Thanks for the reply. Type inference and implicit arguments seem to be exactly what is being discussed, only in this case they have to resolve properly.

What am I missing?

What is the general feeling from the mathematics community regarding HoTT and proof assistants?

Maybe I don’t know what you have in mind, but I don’t think Coq will let you write the sort of thing Jaynes wants to write. Typeclass inference for implicit arguments means that you don’t have to pass around witnesses to differentiablitiy, i.e. you can write derivative f rather than derivative f H where H is a proof that IsDifferentiable f; but no mathematician would ever consider doing the latter informally anyway. Typeclasses don’t absolve you of the need to put differentiability explicitly in the hypotheses of your theorems.

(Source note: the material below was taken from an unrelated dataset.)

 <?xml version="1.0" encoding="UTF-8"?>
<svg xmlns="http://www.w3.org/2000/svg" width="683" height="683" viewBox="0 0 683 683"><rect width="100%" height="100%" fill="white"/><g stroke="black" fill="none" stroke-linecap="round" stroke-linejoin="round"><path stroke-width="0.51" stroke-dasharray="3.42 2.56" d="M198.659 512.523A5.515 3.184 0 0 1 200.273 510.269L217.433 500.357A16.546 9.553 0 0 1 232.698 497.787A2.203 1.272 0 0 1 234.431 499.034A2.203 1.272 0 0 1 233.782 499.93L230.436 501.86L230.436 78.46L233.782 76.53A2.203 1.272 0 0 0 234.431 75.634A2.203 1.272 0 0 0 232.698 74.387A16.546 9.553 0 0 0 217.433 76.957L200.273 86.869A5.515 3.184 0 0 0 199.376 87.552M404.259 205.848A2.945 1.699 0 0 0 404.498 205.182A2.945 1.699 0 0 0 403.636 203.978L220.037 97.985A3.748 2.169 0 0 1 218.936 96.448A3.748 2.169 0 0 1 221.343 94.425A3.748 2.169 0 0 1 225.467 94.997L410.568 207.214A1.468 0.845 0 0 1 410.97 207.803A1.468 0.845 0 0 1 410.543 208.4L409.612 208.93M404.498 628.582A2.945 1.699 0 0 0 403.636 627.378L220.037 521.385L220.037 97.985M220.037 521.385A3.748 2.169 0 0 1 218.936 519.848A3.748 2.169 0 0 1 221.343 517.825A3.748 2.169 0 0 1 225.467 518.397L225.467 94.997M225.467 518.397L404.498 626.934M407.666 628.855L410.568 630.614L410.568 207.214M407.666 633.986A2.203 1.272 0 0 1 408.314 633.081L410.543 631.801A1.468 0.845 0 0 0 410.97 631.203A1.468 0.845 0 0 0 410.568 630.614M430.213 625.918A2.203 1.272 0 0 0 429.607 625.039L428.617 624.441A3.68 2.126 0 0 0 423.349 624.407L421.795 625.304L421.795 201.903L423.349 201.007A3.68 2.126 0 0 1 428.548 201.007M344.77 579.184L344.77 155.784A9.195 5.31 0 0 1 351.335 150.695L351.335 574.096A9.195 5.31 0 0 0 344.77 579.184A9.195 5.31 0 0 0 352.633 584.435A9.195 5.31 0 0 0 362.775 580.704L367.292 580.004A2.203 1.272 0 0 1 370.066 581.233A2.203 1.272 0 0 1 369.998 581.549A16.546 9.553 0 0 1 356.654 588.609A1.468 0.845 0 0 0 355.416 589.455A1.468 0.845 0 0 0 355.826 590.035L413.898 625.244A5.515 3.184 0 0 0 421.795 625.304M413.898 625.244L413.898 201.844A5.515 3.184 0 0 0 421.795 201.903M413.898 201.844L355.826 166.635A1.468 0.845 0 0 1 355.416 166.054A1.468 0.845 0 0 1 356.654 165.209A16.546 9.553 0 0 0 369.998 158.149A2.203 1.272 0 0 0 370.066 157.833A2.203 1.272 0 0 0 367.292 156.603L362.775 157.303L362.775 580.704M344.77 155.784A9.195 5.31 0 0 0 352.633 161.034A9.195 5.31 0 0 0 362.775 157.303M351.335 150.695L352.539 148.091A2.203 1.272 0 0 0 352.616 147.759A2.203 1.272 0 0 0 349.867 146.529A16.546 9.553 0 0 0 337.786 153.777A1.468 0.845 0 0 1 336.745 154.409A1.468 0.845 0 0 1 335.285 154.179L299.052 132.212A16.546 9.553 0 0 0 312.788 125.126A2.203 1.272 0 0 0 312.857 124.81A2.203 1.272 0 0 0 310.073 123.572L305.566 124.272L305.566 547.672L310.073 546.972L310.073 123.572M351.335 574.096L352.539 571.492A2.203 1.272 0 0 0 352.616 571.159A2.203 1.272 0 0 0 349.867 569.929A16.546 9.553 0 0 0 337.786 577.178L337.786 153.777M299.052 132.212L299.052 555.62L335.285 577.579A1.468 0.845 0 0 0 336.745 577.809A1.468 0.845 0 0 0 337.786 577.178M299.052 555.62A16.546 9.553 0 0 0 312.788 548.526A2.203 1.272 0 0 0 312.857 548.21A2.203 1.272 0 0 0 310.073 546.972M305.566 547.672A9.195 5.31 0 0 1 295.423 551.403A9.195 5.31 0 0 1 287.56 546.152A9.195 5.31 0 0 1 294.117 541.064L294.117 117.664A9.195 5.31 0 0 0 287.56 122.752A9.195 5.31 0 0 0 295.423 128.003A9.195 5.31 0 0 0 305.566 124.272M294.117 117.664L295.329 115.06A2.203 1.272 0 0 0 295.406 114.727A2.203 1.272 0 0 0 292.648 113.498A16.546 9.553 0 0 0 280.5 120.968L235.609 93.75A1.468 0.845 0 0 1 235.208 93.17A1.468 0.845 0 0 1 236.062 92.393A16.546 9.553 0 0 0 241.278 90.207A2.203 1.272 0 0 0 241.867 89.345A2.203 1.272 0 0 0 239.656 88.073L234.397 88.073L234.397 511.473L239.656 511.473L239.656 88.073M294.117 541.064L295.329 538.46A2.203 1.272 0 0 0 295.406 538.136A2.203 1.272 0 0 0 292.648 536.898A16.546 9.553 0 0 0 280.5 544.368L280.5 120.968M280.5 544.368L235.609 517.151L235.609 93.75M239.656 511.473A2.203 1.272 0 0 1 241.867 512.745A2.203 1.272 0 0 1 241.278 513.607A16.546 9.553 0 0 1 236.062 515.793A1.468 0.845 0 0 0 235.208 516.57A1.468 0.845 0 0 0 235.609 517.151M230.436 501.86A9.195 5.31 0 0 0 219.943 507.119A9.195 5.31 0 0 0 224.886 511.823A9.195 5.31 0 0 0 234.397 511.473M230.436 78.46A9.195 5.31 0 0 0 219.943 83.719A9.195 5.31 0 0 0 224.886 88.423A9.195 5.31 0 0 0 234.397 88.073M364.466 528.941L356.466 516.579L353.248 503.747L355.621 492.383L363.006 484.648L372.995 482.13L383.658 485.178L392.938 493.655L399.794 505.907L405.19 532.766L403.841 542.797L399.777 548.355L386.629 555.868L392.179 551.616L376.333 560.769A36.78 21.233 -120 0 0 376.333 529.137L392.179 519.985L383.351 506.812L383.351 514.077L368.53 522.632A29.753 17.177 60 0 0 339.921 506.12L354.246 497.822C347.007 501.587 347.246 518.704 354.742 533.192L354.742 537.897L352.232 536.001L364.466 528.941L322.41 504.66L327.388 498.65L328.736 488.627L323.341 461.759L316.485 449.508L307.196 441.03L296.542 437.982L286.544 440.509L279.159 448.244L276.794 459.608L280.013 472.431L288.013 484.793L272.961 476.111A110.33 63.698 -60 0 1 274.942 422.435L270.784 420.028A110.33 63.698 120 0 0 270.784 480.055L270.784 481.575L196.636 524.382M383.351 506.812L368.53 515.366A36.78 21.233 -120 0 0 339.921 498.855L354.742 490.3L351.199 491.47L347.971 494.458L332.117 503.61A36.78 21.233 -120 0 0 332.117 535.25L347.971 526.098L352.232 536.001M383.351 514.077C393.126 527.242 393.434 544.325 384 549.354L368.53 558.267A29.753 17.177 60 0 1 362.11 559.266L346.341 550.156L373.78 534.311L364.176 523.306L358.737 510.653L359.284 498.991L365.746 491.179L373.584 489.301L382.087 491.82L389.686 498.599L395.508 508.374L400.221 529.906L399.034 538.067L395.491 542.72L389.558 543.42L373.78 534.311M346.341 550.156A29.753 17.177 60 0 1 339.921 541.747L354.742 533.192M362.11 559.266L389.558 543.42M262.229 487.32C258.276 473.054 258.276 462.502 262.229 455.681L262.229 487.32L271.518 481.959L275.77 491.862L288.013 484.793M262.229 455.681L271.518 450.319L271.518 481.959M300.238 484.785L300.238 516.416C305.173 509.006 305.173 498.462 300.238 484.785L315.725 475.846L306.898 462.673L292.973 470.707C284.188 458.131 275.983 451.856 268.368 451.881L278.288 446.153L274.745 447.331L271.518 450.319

In general, I think I’m with Todd: Jaynes seems to be advocating giving more weight to the convenience of the author rather than the reader, when in general I think we ought to do the reverse. Reading mathematics is hard enough already.

I like this fantasy.

Many Café readers are much more informed about this kind of thing than me, but I have the impression that what you’re describing isn’t too far from current reality. Aren’t there programming languages where you can say things like “let $x$ be a variable of type ‘natural number’”, then later say “take the square root of $x$”, and the compiler will understand that you now mean to move into the realm of the reals? (Or the algebraic numbers? Hmm, how does it know?) Is this what’s called lazy typing? (Am too lazy to type it into a search engine.)

Tom wrote:

But it’s in the interests of anyone who wants a wider readership to assume as little shared culture as possible.

I agree with that, but I don’t think this particular definition of binary tree solves that problem. Not sharing the necessary culture, I don’t know what ‘closed by prefix’ means, so this particular definition of binary tree means nothing to me. I can easily imagine it’s some standard trick for encoding a binary tree, but it doesn’t help me know if the tree has a distinguished root, whether it can be empty, etc.

This might be okay: I’m not claiming that anything I can’t instantly understand is no good. If I cared, I could look up this phrase! But increased precision is always a double-edged sword: it makes things clearer to some, less accessible to others.

I agree that it’s not great.

I suppose I can guess what “closed by prefix” means: that if $a_1 \ldots a_n$ is in the set of words and $1 \leq k \leq n$ then $a_1 \ldots a_k$ is also in the set. And I suppose it’s true that some fairly large collection of theoretical computer scientists would understand the meaning, larger than the collection who would be sure they knew exactly what an author meant by “binary tree”.

(Like you, I assume there’s some standard way of relating this definition to the graphical notion of tree. I haven’t bothered to think it through.)

On the other hand, if the author ever wants to do anything like referring to a leaf or edge or node of a tree, then they’ll need to say what “leaf” etc. means in terms of the precise definition, in order for that definition to be of any use.